86. Errors Due to use of Lead Solutions.—In the use of lead solutions there is danger of errors intruding into the results of the work. These errors are due to various sources. Lead subacetate solution, when used with low grade products, or sugar juices, or sirups from beets and canes, precipitates albuminous matters and also the organic acids present. The bulk occupied by these combined precipitates is often of considerable magnitude, so that on completing the volume in the flask the actual sugar solution present is less than indicated. The resulting condensation tends to give too high a polarimetric reading. With purer samples this error is of no consequence, but especially with low grade sirups and molasses it is a disturbing factor, which must be considered.

One of the best methods of correcting it has been proposed by Scheibler.[49] To 100 cubic centimeters of a solution of the sample, ten of lead solution are added, and after shaking and filtering the polarimetric reading is taken. Another quantity of 100 cubic centimeters of the solution with ten of lead is diluted to 220 cubic centimeters, shaken, filtered, and polarized. Double the second reading, subtract it from the first, multiply the difference by 2.2, and deduct the product from the first reading. The remainder is the correct polarization.

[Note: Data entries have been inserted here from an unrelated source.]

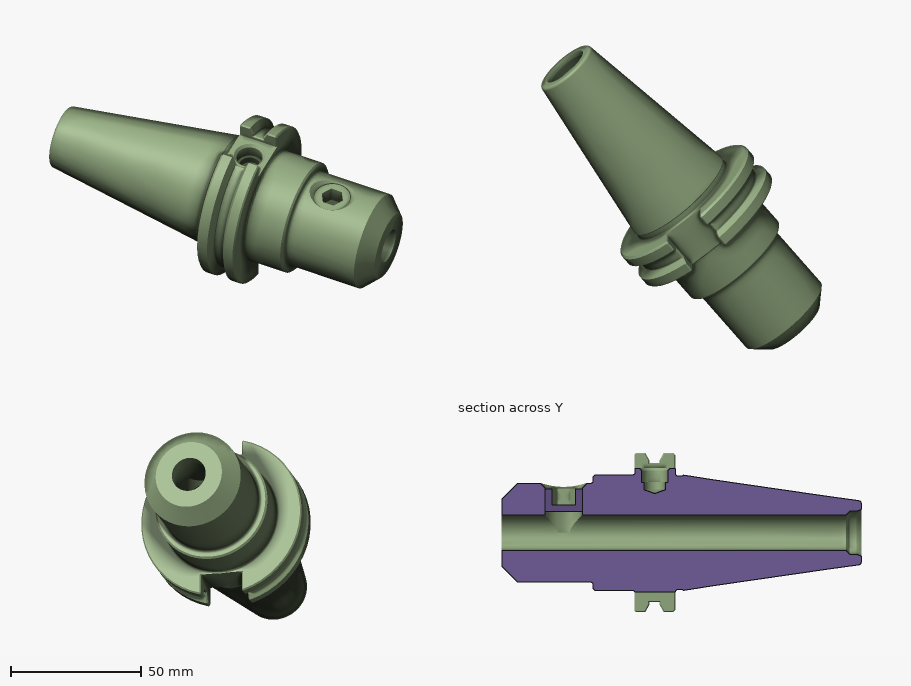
import cadquery as cq
import math

total_length = 138.1

gauge_diameter = 44.5
gauge_x = 68.4
taper_ratio = 7 / 24
small_end_fillet = 1.2

relief_diameter = 43.9
relief_step = 0.4
relief_fillet = 0.7

flange_diameter = 63.5
flange_x = 71.4
flange_width = 15.7
flange_front_chamfer = 0.8
flange_back_chamfer = 0.5
groove_center_x = 79.4
groove_bottom_width = 3.9
groove_mouth_width = 7.0
groove_depth = 3.7
groove_flank_angle = 60.0

collar_diameter = 44.5
collar_end_x = 103.2
collar_flange_fillet = 0.7
collar_chamfer = 0.7
nose_diameter = 38.1
nose_fillet = 1.0
nose_chamfer = 6.0

bore_diameter = 13.4
thread_bore_diameter = 16.5
thread_bore_length = 2.8
bore_mouth_diameter = 18.0
bore_mouth_depth = 1.8
bore_step_length = 1.4

slot_width = 16.2
top_slot_floor = 24.9
bottom_slot_floor = 22.8
slot_floor_fillet = 0.4
slot_edge_chamfer = 0.5

chip_hole_diameter = 10.1
chip_hole_depth = 5.5
chip_hole_mouth_diameter = 12.0
chip_hole_tip_diameter = 8.0
chip_hole_tip_length = 2.8
drill_point_angle = 140.0

screw_x = 114.3
screw_diameter = 14.2
screw_top_z = 17.0
screw_bottom_z = 8.0
screw_edge_chamfer = 0.3
screw_mouth_diameter = 18.0
hex_width = 7.7
hex_depth = 6.2

tiny = 0.01


def make_outer_body():
    """Revolve the outline of the taper, flange, collar and nose about X."""
    gauge_r = gauge_diameter / 2
    relief_r = relief_diameter / 2
    flange_r = flange_diameter / 2
    collar_r = collar_diameter / 2
    nose_r = nose_diameter / 2
    flange_end_x = flange_x + flange_width
    half_angle = math.atan(taper_ratio / 2)
    small_end_r = gauge_r - gauge_x * taper_ratio / 2

    fillet_reach = small_end_fillet * math.tan((math.pi / 2 - half_angle) / 2)
    fillet_end_x = fillet_reach * math.cos(half_angle)
    fillet_end_r = small_end_r + fillet_reach * math.sin(half_angle)

    flank_width = (groove_mouth_width - groove_bottom_width) / 2
    flank_end_r = flange_r - flank_width * math.tan(math.radians(groove_flank_angle))
    groove_r = flange_r - groove_depth
    mouth_half = groove_mouth_width / 2
    bottom_half = groove_bottom_width / 2

    return (
        cq.Workplane("XY")
        .moveTo(0, 0)
        .lineTo(0, small_end_r - fillet_reach)
        .radiusArc((fillet_end_x, fillet_end_r), small_end_fillet)
        .lineTo(gauge_x, gauge_r)
        .lineTo(gauge_x + relief_step, relief_r)
        .lineTo(flange_x - relief_fillet, relief_r)
        .radiusArc((flange_x, relief_r + relief_fillet), -relief_fillet)
        .lineTo(flange_x, flange_r - flange_front_chamfer)
        .lineTo(flange_x + flange_front_chamfer, flange_r)
        .lineTo(groove_center_x - mouth_half, flange_r)
        .lineTo(groove_center_x - bottom_half, flank_end_r)
        .lineTo(groove_center_x - bottom_half, groove_r)
        .lineTo(groove_center_x + bottom_half, groove_r)
        .lineTo(groove_center_x + bottom_half, flank_end_r)
        .lineTo(groove_center_x + mouth_half, flange_r)
        .lineTo(flange_end_x - flange_back_chamfer, flange_r)
        .lineTo(flange_end_x, flange_r - flange_back_chamfer)
        .lineTo(flange_end_x, collar_r + collar_flange_fillet)
        .radiusArc((flange_end_x + collar_flange_fillet, collar_r), -collar_flange_fillet)
        .lineTo(collar_end_x - collar_chamfer, collar_r)
        .lineTo(collar_end_x, collar_r - collar_chamfer)
        .lineTo(collar_end_x, nose_r + nose_fillet)
        .radiusArc((collar_end_x + nose_fillet, nose_r), -nose_fillet)
        .lineTo(total_length - nose_chamfer, nose_r)
        .lineTo(total_length, nose_r - nose_chamfer)
        .lineTo(total_length, 0)
        .close()
        .revolve(360, (0, 0, 0), (1, 0, 0))
    )


def make_bore():
    """Through bore that widens in steps towards the taper's small end."""
    bore_r = bore_diameter / 2
    thread_r = thread_bore_diameter / 2
    return (
        cq.Workplane("XY")
        .moveTo(0, 0)
        .lineTo(0, bore_mouth_diameter / 2)
        .lineTo(bore_mouth_depth, thread_r)
        .lineTo(bore_mouth_depth + thread_bore_length, thread_r)
        .lineTo(bore_mouth_depth + thread_bore_length + bore_step_length, bore_r)
        .lineTo(total_length, bore_r)
        .lineTo(total_length, 0)
        .close()
        .revolve(360, (0, 0, 0), (1, 0, 0))
    )


def make_drive_slot(floor_height):
    """Slot through the flange on the +Z side."""
    height = flange_diameter / 2 - floor_height + 1.4
    return (
        cq.Workplane("XY", origin=(flange_x + flange_width / 2, 0, floor_height))
        .box(flange_width, slot_width, height, centered=(True, True, False))
    )


def make_chip_hole():
    """Countersunk blind stepped hole with a drill point, down from the top slot's floor."""
    hole_r = chip_hole_diameter / 2
    mouth_r = chip_hole_mouth_diameter / 2
    tip_r = chip_hole_tip_diameter / 2
    step_z = top_slot_floor - chip_hole_depth
    tip_z = step_z - chip_hole_tip_length
    point_depth = tip_r / math.tan(math.radians(drill_point_angle / 2))
    return (
        cq.Workplane("XZ")
        .moveTo(0, top_slot_floor)
        .lineTo(mouth_r, top_slot_floor)
        .lineTo(hole_r, top_slot_floor - (mouth_r - hole_r))
        .lineTo(hole_r, step_z)
        .lineTo(tip_r, step_z)
        .lineTo(tip_r, tip_z)
        .lineTo(0, tip_z - point_depth)
        .close()
        .revolve(360, (0, 0, 0), (0, 1, 0))
        .translate((groove_center_x, 0, 0))
    )


def make_screw_hole():
    """Hole for the clamping screw, from the bore out through a 45 degree mouth in the nose."""
    hole_r = screw_diameter / 2
    mouth_r = screw_mouth_diameter / 2
    mouth_z = nose_diameter / 2
    return (
        cq.Workplane("XZ")
        .lineTo(hole_r, 0)
        .lineTo(hole_r, mouth_z - (mouth_r - hole_r))
        .lineTo(mouth_r, mouth_z)
        .lineTo(0, mouth_z)
        .close()
        .revolve(360, (0, 0, 0), (0, 1, 0))
        .translate((screw_x, 0, 0))
    )


def finish_drive_slots(body):
    """Chamfer the outer edges of the drive slots' side walls, then round their floor corners."""
    for direction in (-1, 1):
        walls = cq.selectors.BoxSelector(
            (flange_x - 1.4, -slot_width / 2 - tiny, 0),
            (flange_x + flange_width + 1.4, slot_width / 2 + tiny, direction * flange_diameter / 2),
            boundingbox=True,
        )
        floor_edges = "<Z" if direction > 0 else ">Z"
        for side in ("<Y", ">Y"):
            wall = body.faces(walls).faces("|Y").faces(side)
            floor_edge = wall.edges("|X").edges(floor_edges).val()
            rim = [edge for edge in wall.edges().vals() if not edge.isSame(floor_edge)]
            body = body.newObject(rim).chamfer(slot_edge_chamfer)
    floor_corners = []
    for floor_z in (top_slot_floor, -bottom_slot_floor):
        for corner_y in (-slot_width / 2, slot_width / 2):
            near_corner = cq.selectors.BoxSelector(
                (flange_x - 1.4, corner_y - tiny, floor_z - tiny),
                (flange_x + flange_width + 1.4, corner_y + tiny, floor_z + tiny),
            )
            floor_corners += body.edges("|X").edges(near_corner).vals()
    return body.newObject(floor_corners).fillet(slot_floor_fillet)


def make_holder():
    body = make_outer_body()
    body = body.cut(make_drive_slot(top_slot_floor))
    body = body.cut(make_drive_slot(bottom_slot_floor).rotate((0, 0, 0), (1, 0, 0), 180))
    body = finish_drive_slots(body)
    body = body.cut(make_bore())
    body = body.cut(make_chip_hole())
    return body.cut(make_screw_hole())


def make_clamping_screw():
    """Headless screw with a hexagon socket, standing in the nose above the bore."""
    return (
        cq.Workplane("XY", origin=(screw_x, 0, screw_bottom_z))
        .circle(screw_diameter / 2)
        .extrude(screw_top_z - screw_bottom_z)
        .faces(">Z")
        .chamfer(screw_edge_chamfer)
        .faces(">Z")
        .workplane()
        .polygon(6, hex_width / math.cos(math.pi / 6))
        .cutBlind(-hex_depth)
    )


holder = make_holder()
clamping_screw = make_clamping_screw()

result = cq.Compound.makeCompound([holder.val(), clamping_screw.val()])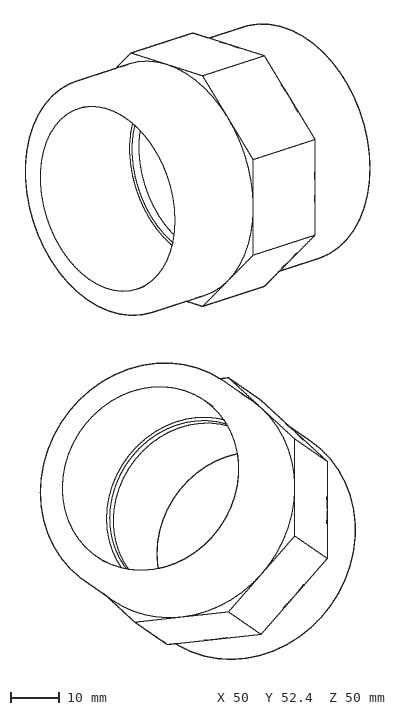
import cadquery as cq
import math

length = 52.4
outer_diameter = 50.0
grip_length = 18.0
rim_radius = 2.0
socket_diameter = 38.95
stop_diameter = 37.5
stop_length = 2.0
front_socket_depth = 26.0

grip_sides = 8
grip_across_corners = outer_diameter / math.cos(math.pi / grip_sides)
back_socket_depth = length - front_socket_depth - stop_length


def plane_at(y):
    """Plane across the sleeve axis whose extrusions run towards +Y."""
    return cq.Workplane("XZ", origin=(0, y, 0)).transformed(rotate=(180, 0, 0))


def cylinder(diameter, start_y, depth):
    return plane_at(start_y).circle(diameter / 2).extrude(depth)


def make_grip():
    """Octagon with flats tangent to the sleeve, facing X and Z."""
    return (
        plane_at(-grip_length / 2)
        .transformed(rotate=(0, 0, 180 / grip_sides))
        .polygon(grip_sides, grip_across_corners)
        .extrude(grip_length)
    )


sleeve = cylinder(outer_diameter, -length / 2, length).edges().fillet(rim_radius)
body = sleeve.union(make_grip())

body = body.cut(cylinder(stop_diameter, -length / 2, length))
body = body.cut(cylinder(socket_diameter, -length / 2, front_socket_depth))
body = body.cut(cylinder(socket_diameter, length / 2 - back_socket_depth, back_socket_depth))

result = body

The process just described is for the usual work with beet juices and sirups. For cane juices measured by the graduated pipette, hereafter to be described, and for weighed samples of molasses and massecuites, the following method of calculation is pursued.[50] To the sample dissolved in water, add a measured portion of the lead subacetate solution, make its volume 100 cubic centimeters and observe the polarimetric reading. Prepare a second solution in the same way and make the volume double that of the first and again take the polarimetric reading. Multiply the second reading by two, subtract the product from the first reading and multiply the remainder by two, and subtract the product from the first reading.

The corrected reading therefore shows that the sample contained 29.6 per cent of sugar.

87. Error Due to Action of Lead Subacetate on Levulose.—In the use of lead subacetate solution not only is there danger of error due to the causes just described, but also to a more serious one, arising from the chemical interaction of the clarifying agent and levulose.[51]

Lead subacetate forms a chemical union with levulose and the resulting compound has a different rotatory power from the left-handed sugar in an uncombined state. By adding a sufficient quantity of subacetate solution, the left-handed rotation of levulose may be greatly diminished if not entirely destroyed. In this case the dextrose, which with levulose forms inverted sugar, serves to increase the apparent right rotation due to the sucrose in solution. The reading of the scale is therefore higher than would be given by the sucrose alone. If the lead subacetate could be added in just the proportion to make the invert sugar neutral to polarized light, its use would render the analysis more accurate; but such a case could only arise accidentally. To correct the error, after clarification, the compound of levulose and lead may be decomposed by the addition of acetic acid according to the method of Spencer. In this case the true content of sucrose can only be obtained by the method of inversion proposed by Clerget, which will be described in another paragraph.

88. Clarification with Mercuric Compounds.—Where the disturbing bodies in a solution are chiefly of an albuminoid nature, one of the best methods of securing clarification is by the use of a solution containing an acid mercuric compound.[52] In the case of milk this method is to be preferred to all others. Albuminoid bodies themselves, have the property of deflecting the plane of polarization, as a rule, to the left, and therefore, should be completely removed from solutions containing right-handed sugars such as lactose. For this purpose the mercuric compound is more efficient than any other. It is prepared and used as follows.[53] Dissolve mercury in double its weight of strong nitric acid and dilute the solution with an equal volume of water. One cubic centimeter of this solution is sufficient to clarify fifty times its volume of milk.

89. Decolorization by Means of Bone-Black.—Where the means already described fail to make a solution sufficiently colorless to permit of the passage of a ray of polarized light, recourse should be had to a decolorizing agent. The most efficient of these is bone-black. For laboratory work it is finely ground and should be dry if added to an already measured solution. When moist it should be added to the flask before the volume is completed, and a correction made for the volume of the dry char employed. Bone-black has the power of absorbing a certain quantity of sugar, and for this reason as little of it should be employed as is sufficient to secure the end in view. If not more than one gram of the char be used for 100 cubic centimeters of solution, the error is not important commercially. The error may be avoided by placing the char on the filter and rejecting the first half of the filtered solution. The char becomes saturated with the first portion of the solution, and does not absorb any sugar from the second. This method, however, does not secure so complete a decolorization as is effected by adding the black directly to the solution and allowing to stand for some time with frequent shaking.